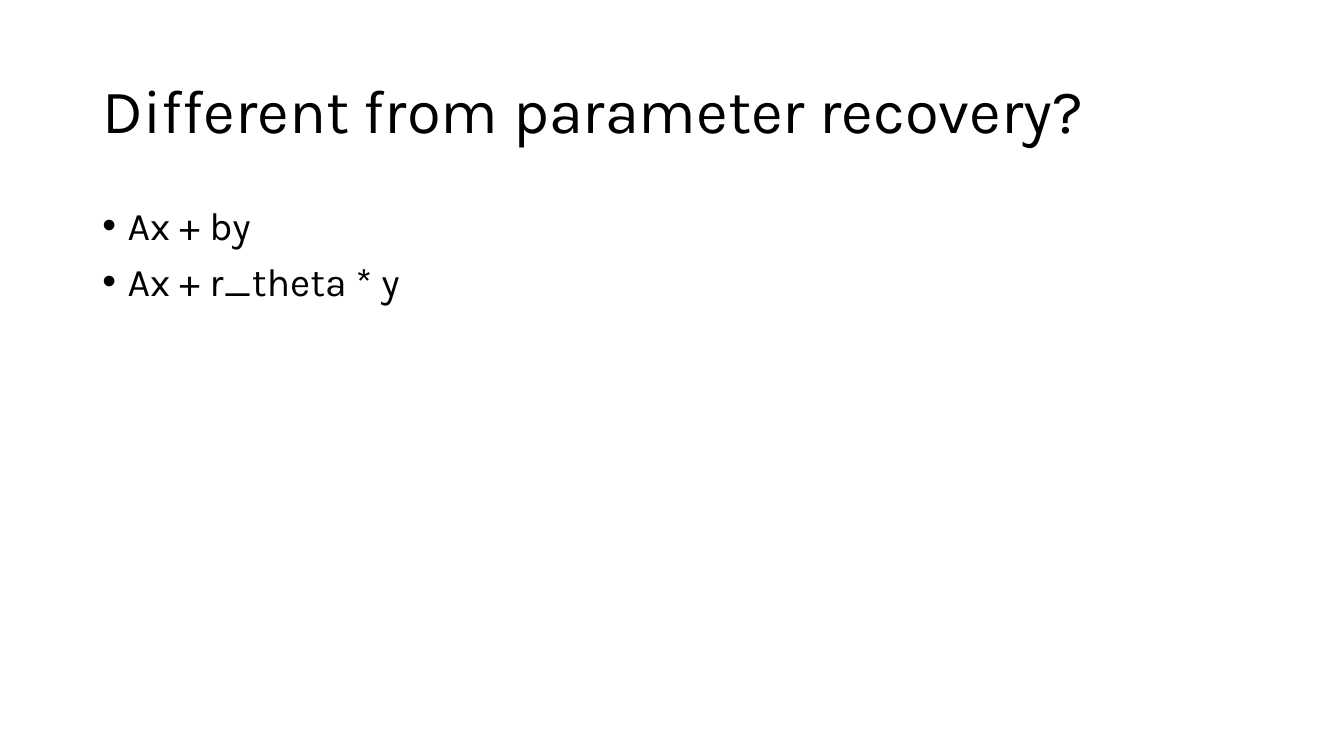
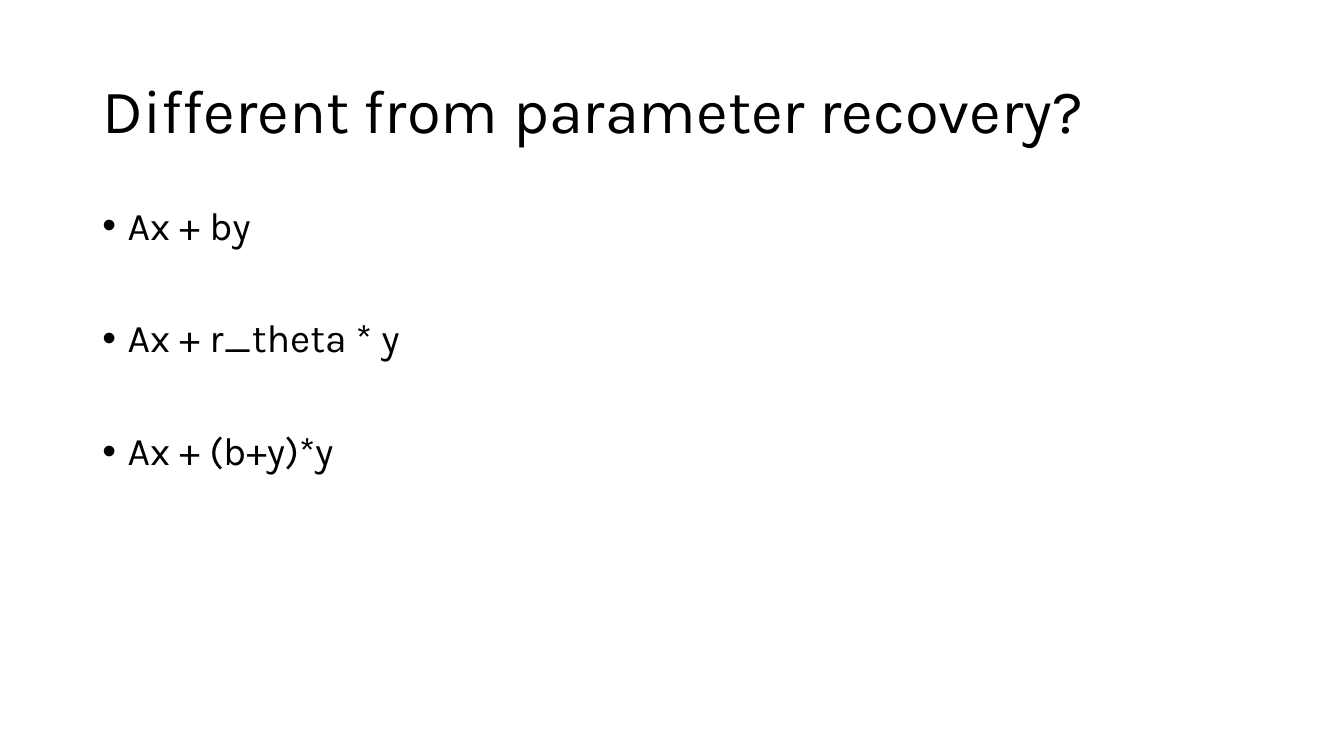
Before and after one commit to LuWang95/CSC494, a slide deck: slide 5 of meetings/Week7.pptx. Drawn at 1344x756 pixels with LibreOffice and Linux fonts; fonts in the diff are those of the drawing. Boxes give left, top, right and bottom in pixels: in the first picture for what was removed or moved away, otherwise in the second. Text is boxed around its words. In the diff, an @@ line names an element or a change of style, - is before the commit and + after.

```diff
--- a/meetings/Week7.pptx
+++ b/meetings/Week7.pptx
@@ text at bbox=[128, 436, 333, 475]: paragraph added @@
+• Ax + (b+y)*y
```
Also in this commit, not shown: 2 other slides changed, 11 other files.
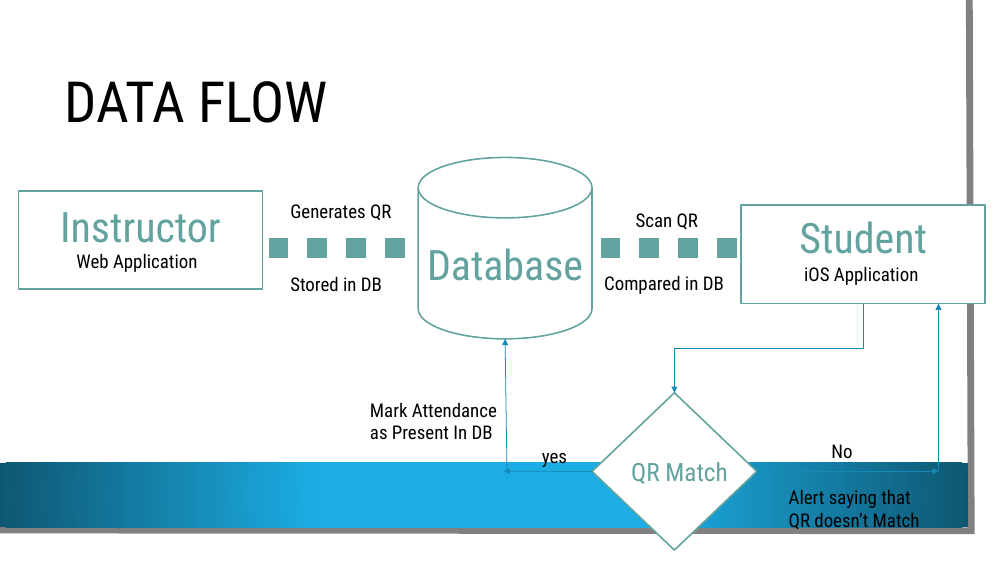
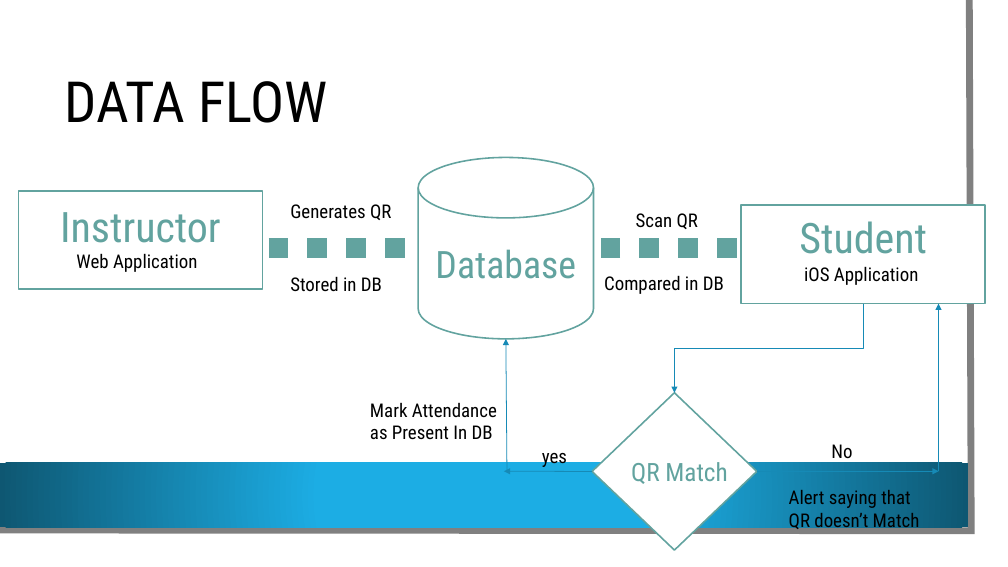
Before and after one commit to VamsiDevalla/Student-Attendance-Tracking, a slide deck: slide 6 of final ppt.pptx (slide 7 before the commit). Drawn at 1008x567 pixels with LibreOffice and Linux fonts; fonts in the diff are those of the drawing; background and template pictures are left out. Boxes give left, top, right and bottom in pixels: in the first picture for what was removed or moved away, otherwise in the second. Text is boxed around its words. In the diff, an @@ line names an element or a change of style, - is before the commit and + after.

```diff
--- a/final ppt.pptx
+++ b/final ppt.pptx
@@ cylinder "Database" at [418, 157, 594, 339]: size 40 to 36 pt @@
```
Also in this commit, not shown: 4 other slides changed, 2 slides added, 1 slide removed.

*Exercise objective*. Go through the material above and report each line containing "meetings".

*The completed task*.
Before and after one commit to LuWang95/CSC494, a slide deck: slide 5 of meetings/Week7.pptx. Drawn at 1344x756 pixels with LibreOffice and Linux fonts; fonts in the diff are those of the drawing. Boxes give left, top, right and bottom in pixels: in the first picture for what was removed or moved away, otherwise in the second. Text is boxed around its words. In the diff, an @@ line names an element or a change of style, - is before the commit and + after.
--- a/meetings/Week7.pptx
+++ b/meetings/Week7.pptx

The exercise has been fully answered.